Advertisement

What are the best uses of Cornfield?

Share

A lot of money and political energy has been spent on the 32-acre Cornfield site, and much more will be spent [“Fielding Dreams” by Christopher Hawthorne, Oct. 16]. But is it money and energy well spent? How many Angelenos will actually benefit from developing a state park on the site?
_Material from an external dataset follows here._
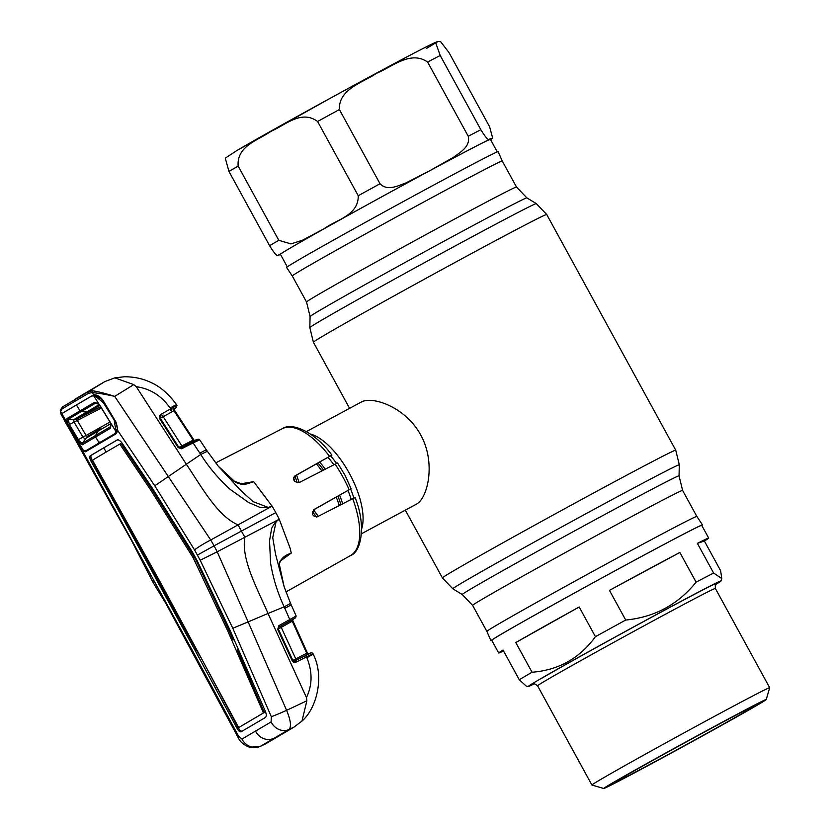 <?xml version="1.0" encoding="UTF-8"?>
<svg xmlns="http://www.w3.org/2000/svg" width="830" height="830" viewBox="0 0 830 830"><rect width="100%" height="100%" fill="white"/><g stroke="black" fill="none" stroke-linecap="round" stroke-linejoin="round"><path stroke-width="1.25" d="M486.878 631.402A119.696 1.785 -28.7 0 1 486.868 631.391A119.696 1.785 -28.7 0 1 635.936 547.945A119.696 1.785 -28.7 0 1 696.847 516.436L682.602 490.416L679.044 475.839L679.303 464.79L675.734 450.182L546.7 214.482L536.304 203.609A129.107 1.93 -28.7 0 0 470.61 237.619A129.107 1.93 -28.7 0 0 309.829 327.611L313.387 342.219A132.997 1.982 -28.7 0 1 479.014 249.498A132.997 1.982 -28.7 0 1 546.7 214.482M701.827 525.535A120.578 1.795 151.3 0 0 702.502 524.913A120.578 1.795 151.3 0 0 641.134 556.66A120.578 1.795 151.3 0 0 490.966 640.729A120.578 1.795 151.3 0 0 491.858 640.501M292.274 275.965L292.274 275.965A119.696 1.785 -28.7 0 1 441.332 192.519A119.696 1.785 -28.7 0 1 502.254 160.999A119.696 1.785 -28.7 0 1 502.254 161.01L498.156 151.672A120.578 1.795 -28.7 0 0 436.788 183.409A120.578 1.795 -28.7 0 0 286.62 267.478L292.274 275.965L306.529 301.985A119.696 1.785 -28.7 0 1 455.587 218.539A119.696 1.785 -28.7 0 1 516.499 187.03L502.254 160.999M310.451 434.059A58.038 24.786 61.7 0 1 349.793 474.138A58.038 24.786 61.7 0 1 361.589 529.052M361.486 533.752L416.546 504.101C427.969 497.844 436.009 462.31 420.675 434.92C405.839 407.198 371.819 395.288 360.811 402.301M316.438 463.908A58.038 24.786 61.7 0 1 321.843 470.963M336.223 497.139A58.038 24.786 61.7 0 1 339.314 505.532M318.326 516.291A58.038 24.786 61.7 0 1 313.605 509.89M299.194 482.562A58.038 24.786 61.7 0 1 296.611 475.092M317.6 121.502C301.103 109.27 284.815 125.652 270.933 131.275C258.856 140.135 236.457 145.727 238.158 166.073L278.797 240.295L290.998 243.916L302.68 240.119L324.323 228.613C336.275 219.701 358.643 215.458 358.238 195.724L317.6 121.502A132.997 1.982 151.3 0 1 339.387 109.539L380.026 183.762C387.537 191.491 398.244 185.64 405.901 182.932L429.94 170.617L453.419 157.347C459.768 152.513 470.651 146.848 468.245 136.265L427.606 62.043C410.497 50.07 391.936 67.106 376.685 73.216C363.156 82.564 338.515 88.862 339.387 109.539M448.989 52.56L440.626 41.666L437.669 41.5L435.885 43.357L440.211 55.496L480.85 129.719C490.157 144.773 488.673 137.604 491.038 138.859L492.678 138.154L489.627 126.793L448.989 52.56M497.274 151.9L490.416 139.367A119.696 1.785 151.3 0 0 407.572 182.745A119.696 1.785 151.3 0 0 290.127 248.149A119.696 1.785 151.3 0 0 280.436 254.333L287.294 266.866M280.571 254.582L279.803 254.841C277.459 253.638 278.849 260.682 269.605 245.701L228.976 171.478L225.262 158.146L237.287 150.303L331.326 97.66C381.344 70.415 426.008 46.21 437.669 41.5M534.333 683.796A110.017 1.639 -28.7 0 1 528.119 686.576L526.137 685.995L519.289 679.76L503.032 650.077A119.696 1.785 151.3 0 0 498.716 653.034L491.754 640.303A119.696 1.785 -28.7 0 1 501.445 634.13A119.696 1.785 -28.7 0 1 618.879 568.716A119.696 1.785 -28.7 0 1 701.724 525.349L708.696 538.068A119.696 1.785 151.3 0 0 697.376 543.36L713.624 573.053L721.799 578.562L720.627 570.718L704.38 541.025A119.696 1.785 151.3 0 0 708.696 538.068M519.289 679.76A119.696 1.785 -28.7 0 1 524.664 676.543A119.696 1.785 -28.7 0 1 532.051 672.238C558.538 670.163 579.672 658.315 595.442 636.683L579.184 606.989A119.696 1.785 151.3 0 0 515.793 642.555L532.051 672.238M595.442 636.683A119.696 1.785 -28.7 0 1 625.716 620.052C654.569 617.188 678.037 604.551 696.111 582.162L679.853 552.469A119.696 1.785 151.3 0 0 609.459 590.369L625.716 620.052M696.111 582.162A119.696 1.785 -28.7 0 1 713.624 573.053M528.119 686.576A110.017 1.639 -28.7 0 1 537.01 680.88A110.017 1.639 -28.7 0 1 645.657 620.373A110.017 1.639 -28.7 0 1 721.114 580.917A110.017 1.639 -28.7 0 1 715.418 584.652M603.742 788.5A92.638 1.38 -28.7 0 1 611.222 783.707A92.638 1.38 -28.7 0 1 702.709 732.766A92.638 1.38 -28.7 0 1 766.235 699.534A92.638 1.38 -28.7 0 1 758.734 704.297A92.638 1.38 -28.7 0 1 668.43 754.595A92.638 1.38 -28.7 0 1 603.742 788.5L591.935 785.045A101.343 1.515 -28.7 0 1 591.914 785.035A101.343 1.515 -28.7 0 1 600.121 779.806A101.343 1.515 -28.7 0 1 699.545 724.424A101.343 1.515 -28.7 0 1 769.69 687.697A101.343 1.515 -28.7 0 1 769.69 687.728L715.356 588.449C715.201 584.642 715.439 583.116 716.062 583.864L716.062 583.874M748.504 709.795A79.794 1.193 -28.7 0 1 669.706 753.682A79.794 1.193 -28.7 0 1 614.989 782.306A79.794 1.193 -28.7 0 1 621.452 778.208A79.794 1.193 -28.7 0 1 699.234 734.872A79.794 1.193 -28.7 0 1 754.958 705.666A79.794 1.193 -28.7 0 1 748.504 709.795M704.38 541.025L697.376 543.36M498.716 653.034A119.696 1.785 151.3 0 0 503.53 650.99M579.184 606.989L515.793 642.555M679.853 552.469L609.459 590.369M281.951 734.218L294.079 727.07L301.975 721.063L306.872 700.79L306.467 697.553L268.017 613.463L248.139 621.898L286.578 710.335L306.872 700.79M242.007 739.063L271.109 721.913L271.327 716.695A14.504 0.654 -23.7 0 0 286.578 710.335C290.78 720.419 291.558 726.81 288.923 729.518L260.537 746.243A14.504 13.498 58.6 0 1 242.007 739.063L238.469 736.065L193.037 651.695L82.73 451.188A1.453 1.089 -55.9 0 1 82.761 450.358M294.079 727.07L288.923 729.518A14.504 12.668 60.2 0 1 271.109 721.913M201.576 658.636L196.046 649.319L194.884 649.952L236.965 728.18C238.584 730.95 239.974 732.153 241.136 731.78L265.31 717.535C266.544 716.498 266.575 714.454 265.393 711.424L229.682 629.451L197.488 561.36L192.249 551.774L152.201 487.947L122.114 443.168C120.184 440.533 118.441 439.516 116.906 440.097L103.709 447.889L118.078 439.495M271.327 716.695L232.784 628.269L200.196 560.25L194.542 549.927L154.774 485.809L117.756 430.552L116.325 433.623L85.397 451.842L82.73 451.188L78.072 444.662L79.234 444.029M193.089 557.615L227.462 630.281L263.131 712.182L263.12 713.167L250.287 720.751L238.957 727.402L238.283 726.821L160.595 582.743L92.877 460.92L92.732 460.017L105.068 452.672L119.437 444.289L120.267 444.787L150.365 489.472L193.089 557.615L194.251 556.982L151.537 488.839L121.439 444.154L120.578 443.635L119.52 444.258M120.267 444.787L121.439 444.154M150.365 489.472L151.537 488.839M119.437 444.289L120.578 443.635M190.578 553.102L191.761 552.5M195.538 562.149L196.7 561.526L194.251 556.982L194.915 556.598M227.462 630.281L228.634 629.648L196.7 561.526M263.12 713.167L238.957 727.402M234.029 639.453L233.095 639.982L228.634 629.648M237.359 649.817L238.293 649.247L237.359 649.817L264.293 712.565M263.131 712.182L264.303 711.549M206.556 667.974L238.127 727.547C239.735 730.307 241.115 731.5 242.287 731.126M196.046 649.319L92.306 460.785C90.812 457.921 90.501 456.064 91.383 455.224L103.709 447.889L106.209 452.028M194.884 649.952L156.248 579.319L153.716 574.474L154.888 573.872M153.716 574.474L117.404 508.448L118.576 507.815M117.404 508.448L91.144 461.418C89.64 458.534 89.329 456.666 90.211 455.826L102.536 448.49M233.095 639.982L234.06 639.525M158.966 584.061L160.128 583.428M156.248 579.319L158.063 578.303M193.037 651.695L192.477 652.681L165.575 602.912L155.791 587.007L156.704 585.876M155.791 587.007L152.585 581.529L153.757 580.782M115.038 509.226L113.98 509.309L131.607 540.662L149.691 575.885L151.06 575.553M238.469 736.065A14.504 1.743 151.8 0 0 237.919 737.061L192.477 652.681M218.549 466.533L233.842 481.11L243.916 484.544L253.7 481.639L240.212 483.932M253.617 481.587L272.064 506.144L268.287 507.441L253.098 501.642L240.731 490.447L218.373 466.315M280.156 561.194L291.268 553.06L290.106 548.142L279.233 519.227A73.507 31.395 61.7 0 0 275.788 512.608A73.507 31.395 -118.3 0 0 272.064 506.144L267.924 508.427L268.287 507.441M313.615 509.879L349.15 489.731A72.034 30.762 -118.3 0 0 342.686 476.617A72.034 30.762 -118.3 0 0 335.133 464.136L299.537 482.406C294.027 482.344 292.482 480.176 294.909 475.912L329.593 456.376A72.034 30.762 -118.3 0 0 282.252 428.695L215.655 462.912M294.245 476.42L331.876 455.12C315.11 431.932 291.921 421.858 282.252 428.695M331.429 455.39L329.593 456.376M355.084 497.523C366.476 525.67 361.143 552.147 350.54 555.54A72.034 30.762 -118.3 0 0 352.729 498.643L317.299 516.82C312.36 516.488 311.354 514.009 314.29 509.371L349.15 489.731M352.729 498.643L354.649 497.813M335.133 464.136L337.146 463.244M351.08 488.694L345.083 475.372L337.551 462.974M278.268 629.047L292.264 621.182L306.737 653.283L292.762 660.389L278.309 629.015L278.714 627.273L295.584 617.842L296.154 616.005L291.112 604.645A14.504 0.82 -24.3 0 1 284.783 608.265M240.555 484.139L245.12 484.378L253.316 481.836M85.376 450.358L85.397 451.842M78.072 444.662L70.643 431.341M62.478 416.774L61.845 413.589A1.453 1.318 26.8 0 0 62.25 413.973M115.827 432.42L116.325 433.623M117.487 429.473A1.453 1.006 3.7 0 0 117.383 429.805L117.383 429.805A1.453 1.006 3.7 0 0 117.756 430.552L116.076 422.273L102.962 400.247C99.953 396.387 96.861 394.582 93.686 394.821L92.234 392.652L88.613 393.233L62.157 408.827L60.58 411.307L61.015 414.18L62.821 417.417M116.221 432.181L117.383 429.805C117.072 423.694 116.48 424.908 115.629 422.553M67.002 418.559L68.195 419.275L69.347 424.483L79.348 441.197L78.539 442.224L68.257 425.074L67.157 422.802L67.002 418.559L94.651 402.26L98.853 404.127L100.409 406.119L116.055 431.756L114.187 420.177L102.443 400.651C101.094 398.213 98.697 396.533 95.243 395.609L94.703 395.609A1.453 1.235 -95.1 0 1 93.686 394.821L61.845 413.589L60.58 411.307A1.453 1.255 -167.7 0 1 60.32 410.3L61.015 414.18M62.157 408.827A1.453 1.338 -120.4 0 1 62.561 406.897L88.955 391.345L92.721 390.795C98.677 391.739 106.001 393.607 114.696 396.377C105.752 394.343 98.262 393.098 92.234 392.652A1.453 1.183 -81.8 0 1 92.721 390.795M75.831 398.68L104.912 381.551L114.799 377.858L133.775 384.622L136.286 386.718C150.178 388.616 161.476 395.723 170.16 408.049L170.679 408.848L160.595 414.523L159.319 415.955L159.599 418.559L178.149 447.577L181.573 448.791L193.089 442.93L200.736 454.467C208.963 467.446 218.778 479.086 230.18 489.389L248.481 502.441L258.794 506.86C261.429 508.614 268.09 506.705 267.924 508.427L238.096 524.871C217.253 516.136 201.068 485.903 186.325 464.24L154.774 485.809M88.613 393.233A1.453 1.276 -120.6 0 1 88.955 391.345L104.912 381.551M133.775 384.622L114.696 396.377L210.727 539.988C203.464 543.795 198.069 547.115 194.542 549.927M275.788 512.608L241.416 531.096L238.096 524.871L210.727 539.988L214.088 545.818L197.374 555.083M200.196 560.25L217.19 551.794L248.139 621.898L232.784 628.269M296.092 616.047L289.774 619.533L284.161 606.855C277.645 592.9 273.132 578.365 270.611 563.248L269.532 540.88L271.4 529.882C271.337 526.728 276.587 522.236 275.041 521.416L276.079 521.665L279.233 519.227L244.871 537.249L241.416 531.096L214.088 545.818L217.19 551.794L244.871 537.249C240.918 559.368 257.705 589.352 268.017 613.463L284.161 606.855L290.531 603.42L291.06 604.603M260.122 746.461L265.009 744.209L260.122 746.461L249.571 747.239C243.823 745.174 239.932 741.781 237.919 737.061M294.235 661.842L293.613 662.164M310.897 653.065L293.81 661.199A1.453 1.442 -135.5 0 1 292.772 660.4L293.934 661.23M296.922 659.975A1.453 0.726 62.9 0 1 295.781 658.875L281.235 627.376A1.453 0.716 60.6 0 1 281.204 625.882L278.87 627.179A1.453 0.716 -119.4 0 0 278.839 625.685L277.687 629.399L292.181 660.722L294.235 662.382L296.144 662.112L312.889 653.75M292.803 660.348L292.181 660.722M292.814 660.348L278.309 629.015L277.687 629.399M278.309 629.015L278.714 627.273A1.453 0.695 -127 0 0 278.527 625.882M307.92 654.372A1.453 0.726 62.9 0 1 306.737 653.283L307.411 653.034L306.737 653.283M308.978 653.853A1.453 1.442 -130.9 0 1 307.411 653.034L292.907 620.84A1.453 1.442 -125.7 0 1 293.374 619.066L293.374 619.066A1.453 1.442 -125.7 0 1 293.509 618.983L281.204 625.882M293.374 619.066L292.264 621.182L292.907 620.84L307.411 653.013L309.206 653.781M292.264 621.182A1.453 0.716 60.6 0 1 292.233 619.688M290.448 622.199A1.453 0.54 -119.4 0 0 289.4 621.411A1.453 0.54 -119.4 0 0 289.39 621.411L292.783 619.471M294.1 661.396L293.146 661.894M289.795 621.027A1.453 0.716 -119.4 0 0 289.774 619.533L278.839 625.685M279.233 564.41L283.694 585.399M276.079 521.665L272.738 537.653L275.57 554.274L284.119 586.706L279.337 564.359C279.44 561.713 280.53 559.845 282.605 558.746L290.645 553.444C284.431 555.301 280.623 558.922 279.233 564.317M291.268 553.06L290.645 553.444M284.078 586.582L290.573 603.441M207.251 451.302L200.736 454.467L186.325 464.24L136.286 386.718M197.748 439.361L191.865 442.141A1.453 0.716 62.9 0 1 193.089 442.93L199.625 439.848M199.874 453.18A14.504 1.245 -33.1 0 1 206.525 450.13L199.667 439.786C198.858 438.593 196.254 439.381 191.875 442.131A1.453 0.716 62.9 0 1 191.875 442.131L180.691 447.847A1.453 0.716 62.9 0 1 180.701 447.837A1.453 0.716 62.9 0 1 181.915 448.646M173.543 409.626A1.453 1.432 -122.5 0 1 174.196 408.817L176.354 407.582M173.595 409.169L174.933 408.329A1.453 1.442 -124 0 1 175.026 408.277M193.193 440.336L193.795 439.817L174.528 410.311L173.709 410.85M174.528 410.311L173.937 410.715L193.141 440.139L181.874 445.897L163.22 416.743L174.528 410.311A1.453 1.442 -124 0 1 174.933 408.329M195.185 440.471A1.453 1.442 -135.5 0 1 193.795 439.817L193.141 440.139L193.795 439.817L174.539 410.321M194.137 440.979A1.453 0.716 62.9 0 1 193.141 440.139M173.937 410.715A1.453 0.726 60.6 0 1 173.771 408.962M191.875 442.131L180.515 447.92A1.453 1.453 -143.8 0 1 178.792 447.339L160.273 418.268L160.761 416.266A1.453 0.726 -119.4 0 0 160.595 414.523M160.232 418.299L163.22 416.743A1.453 0.726 60.6 0 1 163.054 414.99M176.956 405.476L170.679 408.848A1.453 0.726 -119.4 0 1 170.845 410.591M176.697 404.864L176.531 407.468A1.453 1.442 57.2 0 1 176.458 407.509M176.666 405.04C177.112 404.22 174.943 405.227 170.16 408.049M180.691 447.847L178.149 447.577M182.859 446.737A1.453 0.716 62.9 0 1 181.874 445.897L178.792 447.339M178.813 447.287L160.273 418.258L159.599 418.559M160.107 416.982A1.453 0.674 -159 0 0 160.117 416.961A1.453 0.674 -159 0 0 159.319 415.955M265.009 744.209L279.544 735.639M305.087 655.804A1.453 0.726 62.9 0 1 305.108 655.793L294.795 661.053A1.453 0.726 62.9 0 1 294.795 661.053L294.795 661.053A1.453 0.726 62.9 0 1 296.144 662.112M293.81 661.199A1.453 0.643 102.2 0 1 293.862 661.209A1.453 0.643 102.2 0 1 294.235 662.382M306.467 697.553C312.422 684.989 312.568 671.74 306.872 657.775L306.457 656.841A1.453 0.726 62.9 0 0 305.108 655.793C309.517 652.847 312.142 652.141 312.983 653.667L313.252 654.279C324.665 676.647 316.718 708.447 301.975 721.063M306.872 657.775L313.107 654.237M110.67 423.715L84.971 438.842L82.969 437.213L74.088 422.086L77.273 420.447L86.123 435.522L87.503 436.393M79.348 441.197L82.409 443.241L82.409 444.766L78.539 442.224L83.654 450.846L79.037 445.575L64.429 420.696L62.177 414.243L67.157 422.802L68.423 422.678M78.02 441.539L79.141 440.948M96.685 395.962L91.632 395.983L63.039 412.832L62.177 414.243M68.257 425.074L74.088 422.086L73.735 419.627L77.014 418.963L77.315 420.437L101.374 408.059M94.651 402.26L95.772 403.027L68.195 419.275L73.735 419.627M109.56 421.267L100.254 406.244L98.884 404.469L95.772 403.027L97.162 403.141M86.04 435.366L77.211 440.325M114.187 420.177L103.294 402.612L95.108 396.055L93.666 395.682L99.227 404.532M95.108 396.055L97.369 396.232M95.658 396.284L97.836 396.45M116.335 430.365L117.383 428.55M83.654 450.846L85.625 450.887L114.696 433.758L117.393 429.473M110.743 423.248L110.629 428.135L82.409 444.766M82.409 443.251L110.515 426.682L110.629 428.135M110.898 425.977L110.463 423.093M98.428 397.736L99.237 397.269M100.316 428.82A7.252 6.557 59.5 0 0 100.212 428.882L87.181 436.58L100.212 428.882A7.252 6.557 59.5 0 0 97.992 431.175L95.564 435.553L95.626 437.026A3240.175 2929.392 59.5 0 0 99.164 442.867M87.306 436.507L82.409 443.241M99.766 405.528L77.014 418.963L100.617 406.825M73.746 419.638L99.081 404.677M82.969 437.213L110.162 421.931M490.966 640.729L486.868 631.391L472.623 605.371A119.696 1.785 -28.7 0 1 621.68 521.925A119.696 1.785 -28.7 0 1 682.602 490.416M472.623 605.371L462.258 594.529A123.577 1.847 -28.7 0 1 616.151 508.354A123.577 1.847 -28.7 0 1 679.044 475.839M462.258 594.529L452.817 588.792A129.107 1.93 -28.7 0 1 613.588 498.768A129.107 1.93 -28.7 0 1 679.303 464.79M452.817 588.792L442.432 577.919A132.997 1.982 -28.7 0 1 608.048 485.197A132.997 1.982 -28.7 0 1 675.734 450.182M309.829 327.611L310.078 316.562A123.577 1.847 -28.7 0 1 463.98 230.418A123.577 1.847 -28.7 0 1 526.863 197.872L516.499 187.03M330.599 455.877A53.846 23.001 61.7 0 1 336.555 463.42M350.613 488.963A53.846 23.001 61.7 0 1 353.85 498.083M294.743 481.442A52.715 22.514 61.7 0 1 293.54 477.603M316.635 517.069A53.846 23.001 61.7 0 1 312.557 511.726M297.244 482.738A53.846 23.001 61.7 0 1 295.034 475.974M319.664 462.092A52.715 22.514 61.7 0 1 325.308 469.189M339.636 495.22A52.715 22.514 61.7 0 1 342.655 503.82M328.006 457.392A52.715 22.514 61.7 0 1 333.888 464.779M348.04 490.478A52.715 22.514 61.7 0 1 351.173 499.442M317.994 463.036A53.846 23.001 61.7 0 1 323.555 470.081M337.914 496.184A53.846 23.001 61.7 0 1 340.933 504.702M426.35 48.514A118.483 1.764 151.3 0 0 375.637 73.59A118.483 1.764 151.3 0 0 237.681 150.085M238.158 166.073A132.997 1.982 151.3 0 0 233.095 169.019A132.997 1.982 151.3 0 0 228.976 171.478M440.211 55.496A132.997 1.982 151.3 0 0 427.606 62.043M480.85 129.719A132.997 1.982 151.3 0 0 468.245 136.265M490.53 139.596A120.9 1.805 151.3 0 0 491.038 138.859A120.9 1.805 151.3 0 0 433.208 168.864M278.797 240.295A132.997 1.982 151.3 0 0 269.605 245.701M321.625 230.128A120.9 1.805 151.3 0 0 279.803 254.841A120.9 1.805 151.3 0 0 280.561 254.551M380.026 183.762A132.997 1.982 151.3 0 0 358.238 195.724M426.579 172.433A120.9 1.805 151.3 0 0 327.144 227.036M591.914 785.035L537.57 685.777A101.343 1.515 -28.7 0 1 545.777 680.548A101.343 1.515 -28.7 0 1 645.211 625.166A101.343 1.515 -28.7 0 1 715.356 588.449M540.838 678.816A105.213 1.567 -28.7 0 1 650.938 617.593A105.213 1.567 -28.7 0 1 715.917 584.009M91.144 461.418L92.306 460.785M90.211 455.826L91.383 455.224M236.965 728.18L238.127 727.547M99.444 441.996L99.507 443.459M74.638 401.471A1.453 1.307 -120.5 0 1 75.011 399.572M255.536 731.126A14.504 13.114 59.5 0 0 273.672 738.378M292.855 619.429L293.509 618.983M206.525 450.13L218.269 466.18M171.789 410.062L171.727 408.256M173.169 409.283L173.263 407.395M76.443 404.895A3240.175 2929.392 59.5 0 0 79.96 410.85L81.112 411.587L86.59 411.991A7.252 6.557 59.6 0 0 89.847 411.338M99.527 398.514L100.295 398.099M442.432 577.919L405.331 510.149M349.586 408.339L313.387 342.219M310.078 316.562L306.529 301.985M526.863 197.872L536.304 203.609M696.847 516.436L702.502 524.913M306.467 431.559L361.175 402.104M490.561 139.637L492.595 138.216M721.114 580.917L721.799 578.562M537.57 685.777C534.447 683.598 533.036 682.976 533.327 683.91M766.235 699.534L769.69 687.728M152.585 581.529L149.691 575.885M350.54 555.54L285.935 591.946M218.321 466.252L234.797 481.618C236.436 483.133 239.88 484.046 245.12 484.378L244.975 484.388M70.581 431.247L77.045 442.836M113.98 509.309L77.066 442.867M62.489 406.939L60.32 410.3M290.583 603.441L291.112 604.645M160.273 418.258L160.117 416.961M114.799 377.858L124.303 376.768C134.149 376.737 143.071 378.667 151.05 382.557C160.19 386.552 168.739 393.98 176.697 404.843M280.156 735.287L277.127 737.061M294.795 661.053L293.862 661.209"/></g></svg>

A better use would be to build facilities on the site to deal with the immense homeless problem. The leaders of Los Angeles can do the right thing and build facilities designed to transition the poor and homeless back into society. If you just put in a park, the large homeless population, only blocks away, will migrate there anyway. With facilities and a game plan, you will have the means to manage the problem.

VINCE ANTONINO

Los Angeles

Advertisement

*

I’VE not seen the competition entries for the Cornfield site, so I cannot comment on their respective flaws and merits. But I do take issue with the sentiment put forward by Christopher Hawthorne, who praises Thom Mayne’s entry and his role as urban provocateur.

In any other competition, an architect would be disqualified for violating the rules. In this one, though, Mayne wins (our awe, at least) by proposing the impossible: exchanging and rebuilding huge swaths of the city not included in the competition. I guess he was bored, so he decided to play Haussmann, the architect who transformed Paris under Napoleon III.

More important, though, is the message that such grandiosity is the only way to solve the urban problems of Los Angeles. Most architects, planners and landscape architects engage the world in modest, often extremely limited circumstances. Some of them find significance in these contexts and do very compelling work. Are we saying they shouldn’t bother?

I’d rather believe that it’s possible to turn ordinary landscapes into places of quality -- and to do so in small, achievable steps. According to Hawthorne, though, if Mayne loses, we’ll be forever disappointed if they just build a park on the site intended for it.